South Canterbury District Health Board
- Location of the South Canterbury DHB (green) in New Zealand
- Abbreviation: SCDHB
- Formation: 1 January 2001; 25 years ago
- Founder: New Zealand Government
- Dissolved: 1 July 2022; 3 years ago
- Legal status: Active
- Purpose: DHB
- Services: Health and disability services
- Parent organization: Ministry of Health
- Website: www.scdhb.health.nz

= South Canterbury District Health Board =

District health board of New Zealand

The South Canterbury District Health Board (South Canterbury DHB or SCDHB) was a district health board with the focus on providing healthcare to the Timaru, Mackenzie, Waimate districts in New Zealand. In July 2022, it was merged into the national health service Te Whatu Ora (Health New Zealand).

==History==
The South Canterbury District Health Board, like most other district health boards (DHBs), came into effect on 1 January 2001 established by the New Zealand Public Health and Disability Act 2000.

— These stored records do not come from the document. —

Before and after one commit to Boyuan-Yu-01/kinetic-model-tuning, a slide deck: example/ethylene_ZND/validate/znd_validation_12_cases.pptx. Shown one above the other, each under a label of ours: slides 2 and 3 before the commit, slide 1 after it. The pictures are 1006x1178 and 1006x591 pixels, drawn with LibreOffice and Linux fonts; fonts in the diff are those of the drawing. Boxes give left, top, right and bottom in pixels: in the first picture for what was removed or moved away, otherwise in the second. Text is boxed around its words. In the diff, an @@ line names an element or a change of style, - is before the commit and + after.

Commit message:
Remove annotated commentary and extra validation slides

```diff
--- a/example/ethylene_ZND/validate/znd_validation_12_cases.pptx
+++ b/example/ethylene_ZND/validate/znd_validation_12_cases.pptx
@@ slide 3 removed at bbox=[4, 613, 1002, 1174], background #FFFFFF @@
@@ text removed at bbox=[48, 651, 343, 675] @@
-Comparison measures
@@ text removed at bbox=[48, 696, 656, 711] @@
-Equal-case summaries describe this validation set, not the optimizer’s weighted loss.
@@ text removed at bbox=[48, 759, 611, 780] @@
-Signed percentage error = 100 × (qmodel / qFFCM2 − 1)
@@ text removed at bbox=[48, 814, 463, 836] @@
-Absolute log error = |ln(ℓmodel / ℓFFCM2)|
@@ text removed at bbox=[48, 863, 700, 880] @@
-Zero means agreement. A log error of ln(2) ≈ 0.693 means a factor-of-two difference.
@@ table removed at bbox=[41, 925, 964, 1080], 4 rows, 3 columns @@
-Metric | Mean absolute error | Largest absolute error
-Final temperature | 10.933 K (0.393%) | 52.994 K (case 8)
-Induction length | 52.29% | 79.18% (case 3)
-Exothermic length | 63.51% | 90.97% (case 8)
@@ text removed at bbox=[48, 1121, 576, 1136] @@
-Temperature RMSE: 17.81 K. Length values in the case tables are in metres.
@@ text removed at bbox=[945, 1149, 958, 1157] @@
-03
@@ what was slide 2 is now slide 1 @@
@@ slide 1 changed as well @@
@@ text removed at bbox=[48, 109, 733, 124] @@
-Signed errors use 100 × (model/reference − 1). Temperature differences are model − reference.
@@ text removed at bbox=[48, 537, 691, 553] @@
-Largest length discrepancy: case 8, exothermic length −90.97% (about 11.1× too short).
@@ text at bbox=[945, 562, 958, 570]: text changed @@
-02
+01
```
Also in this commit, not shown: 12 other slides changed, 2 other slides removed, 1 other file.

On 1 July 2022, the South Canterbury DHB was merged into Te Whatu Ora (Health New Zealand) as part of a national overhaul of the DHB system. The former South Canterbury DHB's functions and operations were assumed by Te Whatu Ora Te Waipounamu, which covers the entire South Island.

==Geographic area==
The area covered by the South Canterbury District Health Board is defined in Schedule 1 of the New Zealand Public Health and Disability Act 2000 and based on territorial authority and ward boundaries as constituted as at 1 January 2001. The area can be adjusted through an Order in Council.

SCDHB serves around 59,000 people. South Canterbury DHB employs between 950 and 1000 staff at any given time, including part-timers, casuals and contractors.

==Demographics==

South Canterbury DHB served a population of 58,977 at the 2018 New Zealand census, an increase of 3,354 people (6.0%) since the 2013 census, and an increase of 5,097 people (9.5%) since the 2006 census. There were 24,270 households. There were 29,289 males and 29,685 females, giving a sex ratio of 0.99 males per female. The median age was 44.7 years (compared with 37.4 years nationally), with 10,446 people (17.7%) aged under 15 years, 9,723 (16.5%) aged 15 to 29, 26,097 (44.2%) aged 30 to 64, and 12,705 (21.5%) aged 65 or older.

Ethnicities were 90.1% European/Pākehā, 8.7% Māori, 1.7% Pacific peoples, 4.8% Asian, and 2.0% other ethnicities. People may identify with more than one ethnicity.

The percentage of people born overseas was 14.5, compared with 27.1% nationally.

Although some people objected to giving their religion, 48.8% had no religion, 40.1% were Christian, 0.7% were Hindu, 0.2% were Muslim, 0.4% were Buddhist and 1.7% had other religions.

Of those at least 15 years old, 6,399 (13.2%) people had a bachelor or higher degree, and 12,048 (24.8%) people had no formal qualifications. The median income was $30,100, compared with $31,800 nationally. 6,696 people (13.8%) earned over $70,000 compared to 17.2% nationally. The employment status of those at least 15 was that 23,988 (49.4%) people were employed full-time, 7,374 (15.2%) were part-time, and 1,158 (2.4%) were unemployed.

- South Canterbury’s population tends to be much older than the national average.
- South Canterbury has low proportion of Māori and Pacific people living there compared to the national average.
- South Canterbury has a low proportion of people in the most deprived section of the population when compared to the national average.

== Facilities ==
- Timaru Hospital
- Kensington Centre (Mental Health Services)

South Canterbury District Health Board also operates the South Canterbury District Primary Care Provider, that provides primary health services to the region.

==Governance==
The initial board was fully appointed. Since the 2001 local elections, the board has been partially elected (seven members) and in addition, up to four members get appointed by the Minister of Health. The minister also appoints the chairperson and deputy-chair from the pool of eleven board members.

==Hospitals==

===Public hospitals===

- Timaru Hospital in Parkside, Timaru has 132 beds and provides medical, mental health, children's health, maternity and surgical services.

===Private hospitals===

- Bidwill Trust Hospital in Seaview, Timaru has 14 beds and provides surgical services.
- Hospice South Canterbury in Highfield, Timaru has 7 beds and provides medical services.